David had not been allowed—greatly to his annoyance—to assist his father and the two policemen who speedily arrived, to force the lock of the attic door, nor to see the body. Mrs Bendigo, shivering with fright, had locked the door of her bedroom, with the chafing David inside it with her, as the body was carried downstairs; and subsequently, with the usual desire of keeping, as far as possible, all horrors and tragedies from their ewe-lamb’s ears, both parents subsequently refused to discuss the tragedy with him, despite his eager questions; therefore, until the inquest, the boy really knew nothing beyond the bare fact of the tragedy, and now he pounced upon one point, the point Mr Bendigo had desperately hoped might escape him, with the instant astuteness of youth.
‘Father! What was that about Daisy strappin’ her ankles together before she did it?’

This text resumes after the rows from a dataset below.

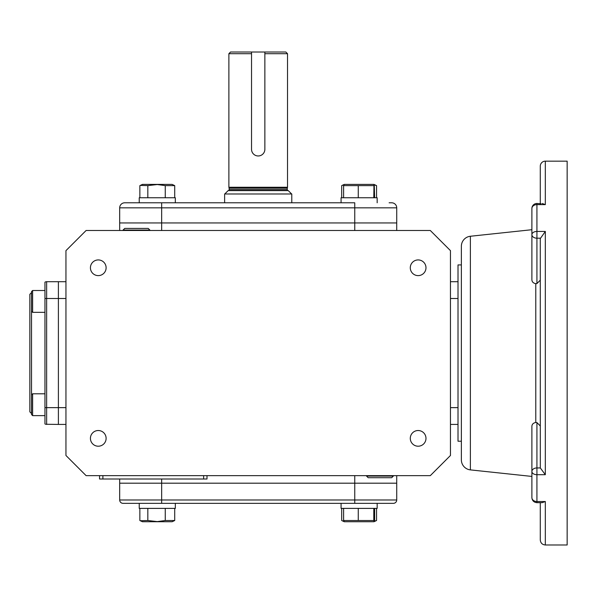 <?xml version="1.0" encoding="UTF-8"?>
<svg xmlns="http://www.w3.org/2000/svg" width="597" height="597" viewBox="0 0 597 597"><rect width="100%" height="100%" fill="white"/><g stroke="black" fill="none" stroke-linecap="round" stroke-linejoin="round"><path stroke-width="0.9" d="M32.619 393.804L31.529 394.893L31.529 291.597L32.619 290.508L32.619 312.335L44.962 312.335L44.962 393.804L32.619 393.804L32.619 415.631L44.962 415.631L32.619 415.631L31.529 414.542L32.619 415.631M31.529 292.627L29.85 294.306L29.85 411.84L31.529 413.512M45.588 424.258L58.394 424.43L58.394 281.709L58.394 298.5L65.954 298.5M44.962 423.982L44.962 282.157A3.358 3.358 0 0 1 46.641 281.709L45.775 281.821M44.962 298.5L46.641 298.5L46.641 281.709L65.954 281.709M374.64 508.383L374.64 520.517L373.976 521.733L344.268 521.733L343.603 520.517L343.603 508.383M374.252 521.599L373.789 520.517L343.603 520.517M358.267 520.517L358.267 508.383M373.789 520.517L373.789 508.383M393.363 503.346L139.235 503.346L139.235 508.383L175.331 508.383L175.331 503.346M341.074 508.383L341.074 503.346L341.074 508.383L377.17 508.383L377.17 503.346M366.565 475.637L366.551 476.085L393.319 476.085L393.304 475.637M366.551 476.085L368.185 477.712L391.692 477.712L393.319 476.085M149.84 230.494L149.854 230.054L123.086 230.054L123.101 230.494M149.854 230.054L148.228 228.427L124.721 228.427L123.086 230.054M373.976 521.733L376.55 520.517L374.453 521.256M343.827 521.36L341.693 520.517L341.693 508.383M376.55 520.517L376.55 508.383M174.712 508.383L174.712 520.517L172.137 521.733L142.429 521.733L139.855 520.517L139.855 508.383M174.712 520.517L165.257 520.517L157.287 521.599L147.832 520.517L140.295 520.733M147.832 520.517L147.832 508.383M165.257 520.517L165.257 508.383M31.529 394.893L31.529 414.542M174.712 197.756L174.712 185.622L172.137 184.406L142.429 184.406L139.855 185.622L139.855 197.756M174.712 185.622L165.257 185.622L157.287 184.54L147.832 185.622L147.832 197.756M165.257 185.622L165.257 197.756M147.832 185.622L140.295 185.406M119.684 230.494L119.684 222.942L396.729 222.942L119.684 222.942L119.684 207.831A5.037 5.037 0 0 1 124.721 202.793L161.66 202.793L139.235 202.793L139.235 197.756L175.331 197.756L175.331 202.793M373.789 185.622L343.603 185.622L344.268 184.406L373.976 184.406L373.789 197.756M374.64 197.756L374.252 184.54M358.267 185.622L358.267 197.756M343.603 185.622L343.603 197.756M389.117 202.793L391.692 202.793A5.037 5.037 0 0 1 396.729 207.831L396.729 222.942M341.074 197.756L341.074 202.793L341.074 197.756L377.17 197.756L377.17 202.793M343.827 184.779L341.693 185.622L341.693 197.756M373.976 184.406L376.55 185.622L376.55 197.756M376.55 185.622L374.453 184.883M98.274 446.213A7.851 7.851 0 0 1 90.423 438.362A7.851 7.851 0 0 1 98.274 430.519A7.851 7.851 0 0 1 106.117 438.362A7.851 7.851 0 0 1 98.274 446.213M98.274 275.62A7.851 7.851 0 0 1 90.423 267.769A7.851 7.851 0 0 1 98.274 259.926A7.851 7.851 0 0 1 106.117 267.769A7.851 7.851 0 0 1 98.274 275.62M418.131 275.62A7.851 7.851 0 0 1 410.288 267.769A7.851 7.851 0 0 1 418.131 259.926A7.851 7.851 0 0 1 425.982 267.769A7.851 7.851 0 0 1 418.131 275.62M418.131 446.213A7.851 7.851 0 0 1 410.288 438.362A7.851 7.851 0 0 1 418.131 430.519A7.851 7.851 0 0 1 425.982 438.362A7.851 7.851 0 0 1 418.131 446.213M430.303 230.494L86.102 230.494L65.954 250.643L65.954 455.489L86.102 475.637L430.31 475.637L450.459 455.489L450.459 250.643L430.303 230.494M396.721 222.942L396.721 230.494M450.459 281.709L458.011 281.709L458.011 264.919L461.369 264.919M461.369 441.22L458.011 441.22L458.011 424.43L450.459 424.43M458.011 424.43L458.011 281.709M396.729 499.987L354.752 499.987L354.752 503.346L393.371 503.346A3.358 3.358 0 0 0 396.729 499.987L396.729 483.197L354.752 483.197L396.721 483.197L396.721 475.637M354.752 475.637L354.752 483.197L119.684 483.197L161.66 483.197L161.66 478.995M119.684 478.995L119.684 499.987A3.358 3.358 0 0 0 123.042 503.346L161.66 503.346L161.66 499.987L119.684 499.987M102.893 475.637L102.893 478.995L99.535 478.995L99.535 475.637M206.995 475.637L206.995 478.995L102.893 478.995M44.962 407.639L58.394 407.639L58.394 424.43L65.954 424.43M65.954 407.639L58.394 407.639L58.394 298.5L46.641 298.5L46.641 424.43M123.034 503.346L129.497 503.346M354.752 483.197L161.66 483.197L161.66 499.987L354.752 499.987L354.752 483.197M119.676 499.987L119.676 483.197M119.684 207.831L161.66 207.831L161.66 202.793L354.752 202.793L354.752 207.831L396.729 207.831M139.235 197.756L139.235 202.793L127.288 202.793M119.676 207.831L119.676 222.942M291.635 193.98L288.276 190.622L228.129 190.622L224.77 193.98M251.538 52.014L230.561 52.014L228.882 53.693L228.882 187.264L287.523 187.264L287.523 53.693L264.867 53.693L264.867 149.302L264.867 52.014L251.538 52.014L251.538 149.302A6.664 6.664 0 0 0 258.202 155.966A6.664 6.664 0 0 0 264.867 149.302M251.538 149.302L251.538 53.693L228.882 53.693M264.867 52.014L285.844 52.014L287.523 53.693M287.523 187.264L287.269 188.204L229.136 188.204L228.882 187.264M229.136 188.204L229.136 189.615A1.007 1.007 0 0 1 228.129 190.622M287.269 188.204L287.269 189.615L229.136 189.615M288.276 190.622A1.007 1.007 0 0 1 287.269 189.615M291.784 202.793L291.784 193.98L224.621 193.98L224.621 202.793M470.376 236.255L470.376 469.884A10.074 10.074 0 0 1 461.369 459.862L461.369 246.277A10.074 10.074 0 0 1 470.376 236.255L531.89 229.711M536.927 203.473A5.037 5.037 0 0 0 531.89 208.51L531.89 234.636A5.037 3.194 0 0 1 536.927 231.442L536.927 203.473L541.054 203.756M531.89 474.145L531.89 497.629A5.037 3.895 0 0 0 536.927 501.525L545.322 501.525L545.322 544.986L567.15 544.986L567.15 161.153L545.322 161.153A5.037 5.037 0 0 0 540.285 166.19L540.285 203.473M545.322 161.153L545.322 204.614L542.166 203.473M470.376 469.884L531.89 476.428L531.89 497.629L531.89 426.251C532.046 424.198 533.345 422.937 535.778 422.489L535.778 283.65L536.927 283.575L536.927 238.196A5.037 3.56 180 0 1 531.89 234.636L531.89 279.889C532.046 281.941 533.345 283.202 535.778 283.65M545.322 501.525L542.166 502.667L536.927 502.667L536.927 474.697A5.037 3.194 180 0 1 531.89 471.503A5.037 3.56 0 0 1 536.927 467.944L536.927 422.564L535.778 422.489M540.285 280.157L536.927 283.575M540.315 238.196L536.927 238.196L536.927 231.442L545.322 231.442L540.285 238.599L540.315 467.944L536.927 467.944L536.927 474.697L545.322 474.697L540.315 467.944M540.285 425.982L536.927 422.564M540.285 502.667L540.285 539.949C540.583 543.009 542.263 544.688 545.322 544.986M450.459 407.639L458.011 407.639L458.011 298.5L450.459 298.5M161.66 230.494L161.66 207.831L354.752 207.831L354.752 230.494M203.637 475.637L203.637 478.995M545.322 204.614L536.927 204.614A5.037 3.895 180 0 0 531.89 208.51M545.322 231.442L545.322 474.697M31.529 311.246L32.619 312.335M32.619 290.508L44.962 290.508M139.235 503.346L139.235 508.383M344.268 521.733L342.133 520.733M344.268 184.406L342.133 185.406M536.927 502.667C533.867 502.361 532.188 500.689 531.89 497.629"/></g></svg>
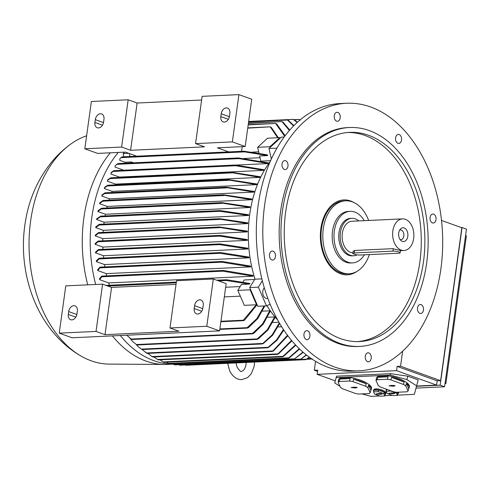 <?xml version="1.0" encoding="UTF-8"?>
<svg xmlns="http://www.w3.org/2000/svg" width="491" height="491" viewBox="0 0 491 491"><rect width="100%" height="100%" fill="white"/><g stroke="black" fill="none" stroke-linecap="round" stroke-linejoin="round"><path stroke-width="0.74" d="M299.958 120.056L299.197 119.448L294.477 119.927M294.262 119.792L297.429 122.253M297.147 122.511L293.299 119.381L248.624 121.719M288.45 120.424L293.913 125.61M293.575 125.954L287.456 120.019L248.569 122.087M282.92 121.983L289.788 130.035M289.402 130.483L281.938 121.578L248.391 123.394M276.605 123.812L285.142 135.743M284.706 136.32L275.574 123.413L248.176 124.941M271.21 127.243L278.348 137.719M241.572 151.302L242.216 146.662M258.689 151.836L252.233 152.136M277.667 137.75L270.228 126.838L247.728 128.145M128.777 153.321L123.124 153.585L124.689 152.136M123.836 156.795L123.124 153.585M129.305 153.511L129.968 156.506M260.739 161.116L259.604 155.985L267.748 155.604L244.567 151.885L121.216 157.629L119.908 158.642L121.94 156.893M244.039 151.203L243.591 151.48L244.039 151.203L267.221 154.806L267.748 155.604M125.254 163.208L125.045 162.257L119.755 160.342L119.908 158.642M121.977 156.967L121.197 157.556M125.045 162.257L131.177 161.969L133.54 162.822M259.991 157.721L243.99 158.464M270.609 160.692L260.881 161.146M238.473 157.942L237.932 158.225L238.473 157.942L268.865 162.975A99.833 66.972 87.3 0 0 268.424 163.558L235.821 165.08M235.238 165.031L234.643 165.314L235.238 165.031L264.226 169.739A99.833 66.972 87.3 0 0 263.851 170.346L119.368 177.085L110.898 174.023L111.383 172.353L113.783 170.696M119.153 177.435A99.833 66.972 -92.7 0 1 119.368 177.085M259.966 177.386L230.702 172.507L231.371 172.218L260.285 176.754A99.833 66.972 87.3 0 0 259.966 177.386L115.483 184.119L107.357 181.185L107.768 179.743L110.61 177.846M115.103 184.892A99.833 66.972 -92.7 0 1 115.483 184.119M256.683 184.641L227.861 179.902L228.585 179.614L256.953 183.99A99.833 66.972 87.3 0 0 256.683 184.641L112.2 191.373L104.325 188.532L104.669 187.274L107.646 185.254M111.745 192.509A99.833 66.972 -92.7 0 1 112.2 191.373M253.933 192.085L225.645 187.47L226.412 187.181L254.16 191.422A99.833 66.972 87.3 0 0 253.933 192.085L109.456 198.824L101.76 196.044L102.03 194.939L105.019 192.84M109.02 200.162A99.833 66.972 -92.7 0 1 109.456 198.824M251.687 199.714L222.957 195.123L223.798 194.829L251.865 199.033A99.833 66.972 87.3 0 0 251.687 199.714L107.204 206.447L99.63 203.716L99.839 202.734L103.159 200.451L103.423 200.696L103.159 200.451M106.811 207.994A99.833 66.972 -92.7 0 1 107.204 206.447M249.907 207.509L220.987 202.936L221.889 202.642L250.048 206.815A99.833 66.972 87.3 0 0 249.907 207.509L105.424 214.248L97.918 211.535L98.077 210.651L101.557 208.252L101.883 208.491L101.557 208.252M105.105 215.923A99.833 66.972 -92.7 0 1 105.424 214.248M248.685 214.763A99.833 66.972 87.3 0 0 248.636 215.119A99.833 66.972 87.3 0 0 248.587 215.475L104.104 222.208L96.617 219.508A111.205 74.601 -92.7 0 1 96.617 219.502L100.336 216.862L220.042 211.283L219.164 210.878L220.14 210.578L248.685 214.763M131.177 161.969L131.385 162.92M268.424 163.558L238.964 158.624L117.22 164.301L115.164 165.737L117.908 163.564M115.164 165.737L114.998 167.069L123.732 170.217M118.006 163.656L117.153 164.209M263.851 170.346L235.625 165.719L113.2 171.427L111.046 172.998M113.894 170.807L113.114 171.316M231.697 172.906L110.088 178.577L107.48 180.4M110.77 177.981L109.966 178.442M228.818 180.307L107.21 185.979L104.417 187.949M107.836 185.408L107.05 185.825M226.566 187.875L104.669 193.558L101.821 195.621M105.234 193.012L104.491 193.38M223.871 195.528L102.889 201.169L99.667 203.427M103.435 200.647L102.65 200.972M221.883 203.348L101.367 208.963L97.942 211.357M101.889 208.466L101.078 208.749M96.715 218.796L99.986 216.629M248.587 215.475L220.042 211.283M103.859 224.099A99.833 66.972 -92.7 0 1 104.104 222.208M247.716 223.601L218.759 219.011L219.747 218.71L247.777 222.877A99.833 66.972 87.3 0 0 247.716 223.601L103.233 230.334L95.727 227.621A111.205 74.601 -92.7 0 1 95.727 227.615L95.788 226.86L99.237 224.326M103.092 232.378A99.833 66.972 -92.7 0 1 103.233 230.334M247.304 231.893L218.495 227.265L219.508 226.965L247.323 231.151A99.833 66.972 87.3 0 0 247.304 231.893L102.828 238.626L95.242 235.889A111.205 74.601 -92.7 0 1 95.266 235.152L98.525 232.605M102.797 240.835A99.833 66.972 -92.7 0 1 102.828 238.626M247.366 240.351L219.624 236.11L218.955 235.686L219.974 235.385L247.341 239.596A99.833 66.972 87.3 0 0 247.366 240.351L102.889 247.09L95.174 244.303A111.205 74.601 -92.7 0 1 95.162 243.554L98.077 241.069M102.981 249.336A99.833 66.972 -92.7 0 1 102.889 247.09M247.93 248.992L219.563 244.616L218.937 244.199L219.999 243.892L247.857 248.225A99.833 66.972 87.3 0 0 247.93 248.992L103.448 255.731L95.555 252.877A111.205 74.601 -92.7 0 1 95.499 252.116L98.384 249.563M103.681 258.002A99.833 66.972 -92.7 0 1 103.448 255.731M249.035 257.83L220.121 253.295L219.551 252.871L220.643 252.564L248.912 257.045A99.833 66.972 87.3 0 0 249.035 257.83L104.552 264.569L96.396 261.623A111.205 74.601 -92.7 0 1 96.304 260.844L99.035 258.235M104.939 266.908A99.833 66.972 -92.7 0 1 104.552 264.569M250.563 266.079A99.833 66.972 87.3 0 0 250.741 266.889L106.259 273.622L97.752 270.553L97.605 269.719L99.998 267.141L222.128 261.445L250.563 266.079M106.774 275.856A99.833 66.972 -92.7 0 1 106.259 273.622M252.908 275.365A99.833 66.972 87.3 0 0 253.153 276.2L108.671 282.933L99.679 279.686L99.452 278.753L101.79 276.089L223.233 270.424L252.908 275.365M109.376 285.222A99.833 66.972 -92.7 0 1 108.671 282.933M242.984 282.043L244.26 279.968L254.682 279.483M95.727 227.56A111.205 74.601 -92.7 0 1 95.788 226.903L95.788 226.86M219.508 218.71L99.342 224.307L99.648 224.565L99.225 225.031L95.727 227.585M98.857 224.768L99.648 224.59M98.961 232.838L95.242 235.889M98.206 233.022L98.961 232.887L98.206 233.022M98.513 241.302L95.174 244.303M97.819 241.455L98.525 241.376L97.819 241.455M98.869 249.796L95.555 252.877M98.157 249.919L98.887 249.894L98.157 249.919M99.55 258.462L96.396 261.623M98.844 258.567L99.587 258.591L98.844 258.567M97.74 270.473A111.205 74.601 -92.7 0 1 97.611 269.755L97.605 269.719M100.416 267.386L97.746 270.51M99.777 267.46L100.471 267.54M250.741 266.889L221.754 262.182L221.263 261.758L222.128 261.445M102.257 276.335L99.648 279.563M101.588 276.378L102.343 276.513M253.153 276.2L222.761 271.167L222.319 270.737L223.233 270.424M226.824 279.76L249.999 283.479L249.281 284.105L226.099 280.496L225.75 280.066L226.824 279.76M240.185 286.572L225.651 287.247M250.097 289.813L256.584 304.788L257.069 304.58L250.435 289.267L250.097 289.813L237.834 290.384L241.486 284.467L249.281 284.105M220.87 321.728L243.505 320.672L243.303 320.218L256.253 304.807M224.313 296.902L240.332 296.153M257.112 304.684L244.408 320.359M219.802 329.4L247.341 328.117L247.231 327.657L256.971 318.506L264.109 305.991M264.809 305.961L257.855 318.487L248.299 327.804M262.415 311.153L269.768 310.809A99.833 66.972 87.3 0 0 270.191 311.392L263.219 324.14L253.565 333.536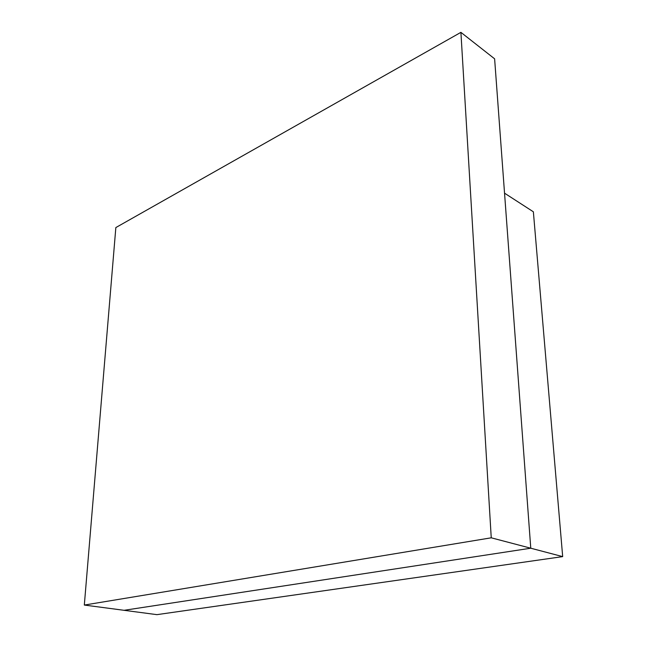 <?xml version="1.0" encoding="UTF-8"?>
<svg xmlns="http://www.w3.org/2000/svg" width="647" height="647" viewBox="0 0 647 647"><rect width="100%" height="100%" fill="white"/><g stroke="black" fill="none" stroke-linecap="round" stroke-linejoin="round"><path stroke-width="0.97" d="M84.32 605.058L115.845 227.566L460.907 32.35L491.243 537.811L84.32 605.058L124.054 610.307L530.766 548.211L491.243 537.811M562.68 556.614L156.922 614.65L124.054 610.307L530.766 548.211L562.68 556.614L533.371 211.804L504.539 193.17L530.766 548.211L494.615 58.82L460.907 32.35"/></g></svg>

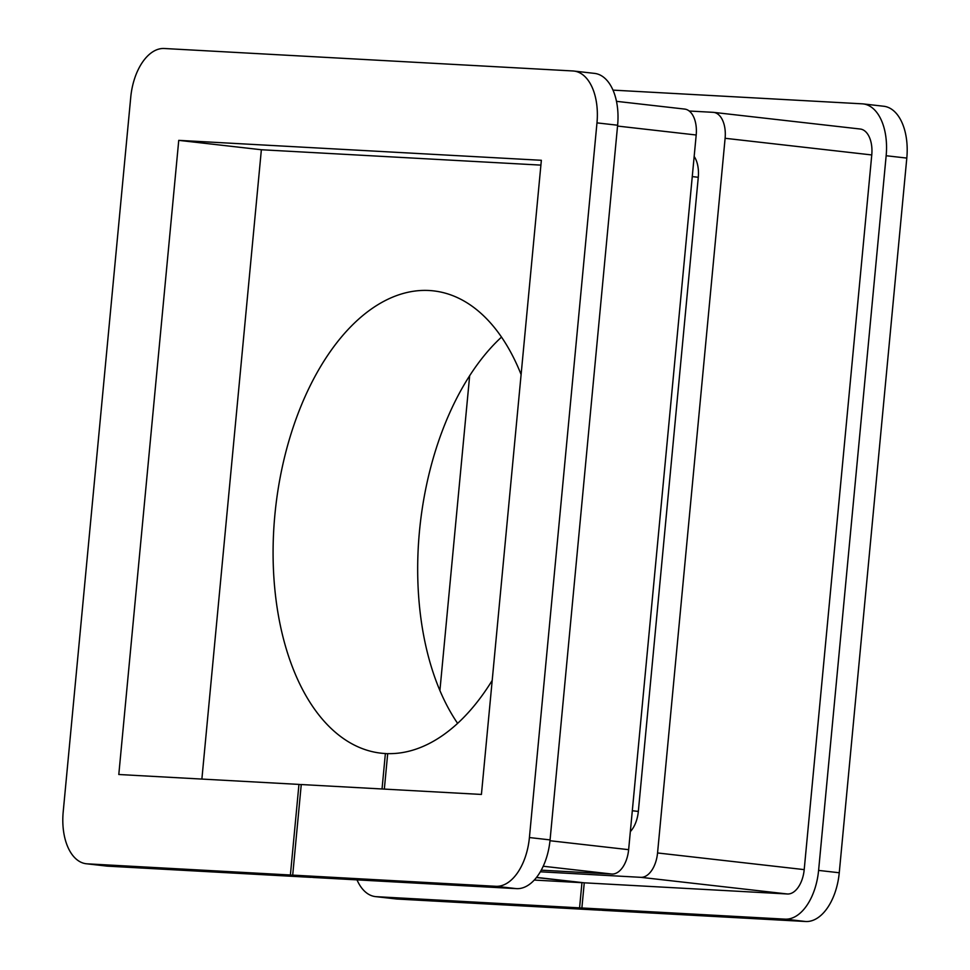 <?xml version="1.0" encoding="UTF-8"?>
<svg xmlns="http://www.w3.org/2000/svg" width="970" height="970" viewBox="0 0 970 970"><rect width="100%" height="100%" fill="white"/><g stroke="black" fill="none" stroke-linecap="round" stroke-linejoin="round"><path stroke-width="1.45" d="M387.673 753.787L385.381 753.532A232.63 132.429 -83.5 0 1 381.004 753.169A232.63 132.429 -83.5 0 1 275.274 510.899A232.63 132.429 -83.5 0 1 429.152 290.503A232.63 132.429 -83.5 0 1 433.529 290.879A232.63 132.429 -83.5 0 1 521.108 374.529M457.622 723.365A232.63 132.429 96.5 0 1 501.514 337.099M541.26 870.163L611.864 874.043L543.212 866.246M529.414 837.546L550.075 839.899A50.573 28.785 96.5 0 1 516.537 888.641L313.346 877.474L292.697 875.122L495.876 886.301A50.573 28.785 -83.5 0 0 529.414 837.546L596.974 122.875A50.573 28.785 -83.5 0 0 573.9 71.052A50.573 28.785 -83.5 0 0 572.955 70.968L164.282 48.5A50.573 28.785 -83.5 0 0 130.744 97.242L63.195 811.914A50.573 28.785 -83.5 0 0 86.257 863.749A50.573 28.785 -83.5 0 0 87.215 863.833L290.394 875.001L311.067 877.219M818.595 870.405L839.256 872.757A50.573 28.785 96.5 0 1 805.718 921.5L602.54 910.333L581.879 907.981L785.057 919.148A50.573 28.785 -83.5 0 0 818.595 870.405L886.156 155.733A50.573 28.785 -83.5 0 0 863.082 103.899A50.573 28.785 -83.5 0 0 862.136 103.826L612.991 90.125M540.326 871.8L640.782 877.329A25.281 14.392 -83.5 0 0 657.551 852.957L725.111 138.286A25.281 14.392 -83.5 0 0 713.568 112.362A25.281 14.392 -83.5 0 0 713.095 112.326L689.197 111.016M536.531 877.401L584.255 882.821L787.434 893.988L640.782 877.329M292.697 875.122L301.258 784.536L481.423 794.442L541.357 160.292L178.747 140.359L118.801 774.509L298.954 784.403L290.394 875.001M549.99 840.735L628.633 849.671L696.193 135L617.55 126.064M87.215 863.833L107.864 866.174L311.055 877.353M107.864 866.174A50.573 28.785 96.5 0 1 106.918 866.101L86.257 863.749M573.9 71.052L594.562 73.393A50.573 28.785 96.5 0 1 617.623 125.227L596.974 122.875M550.075 839.899L617.623 125.227M684.177 109.04A25.281 14.392 96.5 0 1 684.65 109.076A25.281 14.392 96.5 0 1 696.193 135M628.633 849.671A25.281 14.392 96.5 0 1 611.864 874.043M694.156 156.437A25.281 14.392 96.5 0 1 698.279 177.28L692.253 176.588M632.307 810.738L638.333 811.429L698.279 177.28M638.333 811.429A25.281 14.392 96.5 0 1 630.342 831.605M439.907 690.519L469.662 375.705M600.248 910.066L579.575 907.859L581.951 882.688L536.434 877.523M357.008 879.875A50.573 28.785 -83.5 0 0 375.438 896.607A50.573 28.785 -83.5 0 0 376.396 896.68L397.045 899.032L600.236 910.199M397.045 899.032A50.573 28.785 96.5 0 1 396.099 898.947L375.438 896.607M863.082 103.899L883.743 106.251A50.573 28.785 96.5 0 1 906.804 158.086L886.156 155.733M839.256 872.757L906.804 158.086M376.396 896.68L579.575 907.859M584.255 882.821L581.879 907.981M534.264 880.069L581.951 882.688M859.747 128.986A25.281 14.392 96.5 0 1 860.232 129.022A25.281 14.392 96.5 0 1 871.763 154.945L725.111 138.286M657.551 852.957L804.203 869.617L871.763 154.945M804.203 869.617A25.281 14.392 96.5 0 1 787.434 893.988M298.954 784.403L301.246 784.669M540.908 165.118L261.366 149.744L201.881 779.068M261.366 149.744L178.747 140.359M382.034 788.974L385.381 753.532M384.338 789.107L387.697 753.629A232.63 132.429 -83.5 0 0 492.19 680.431M516.537 888.641L495.876 886.301M805.718 921.5L785.057 919.148M860.232 129.022L713.568 112.362M684.65 109.076L616.471 101.329"/></g></svg>

It was useless to lie. Mr Bendigo nodded soberly.
‘Yes, they was strapped. With that bit of webbing you used to carry your books with, too. . . .’
Mrs Bendigo’s nudge came too late. David sat up, alert, his eyes staring at his father through their thick-lensed glasses.
‘That strap? Now what do I sort of remember about that strap? It’s coming back to me, in bits.’ His eyes lit up with sudden excitement. ‘That strap—why, I done it too, father. Tried to hang myself, I mean. I remember now, perfectly! Didn’t I do it—that time I come over queer at school, and old Towser brought me back?’
‘Oh, David, darling, don’t talk about it—it’s all too dreadful to speak of!’ wailed Mrs Bendigo desperately, but David was too hot on the track of memory to heed her.
‘Of course I did—I remember now perfectly well! I had a sort of feeling—remember the dreams I used to get, dreams about stepping of a high place into the air? They kept on coming, till I got to wondering and wondering what it would feel like—to step clear off into nothing, to feel oneself swing loose, free!—till it fascinated me, and then one day, all of a sudden, something seemed to whisper to me: “Try it!” I waited till the other chaps went in, and then I piled up stones and things, and undid me collar and tie, and wound a piece of webbing round my ankles so’s I couldn’t save myself . . . dad, where’s that bit of webbing?’
‘It’s still ’ere, as far as I know,’ said Mr Bendigo doubtfully. ‘Towser brought it back round your books that day. You give it to Daisy with your old satchel—remember? It’s prob’ly chucked daown in the pore girl’s room.’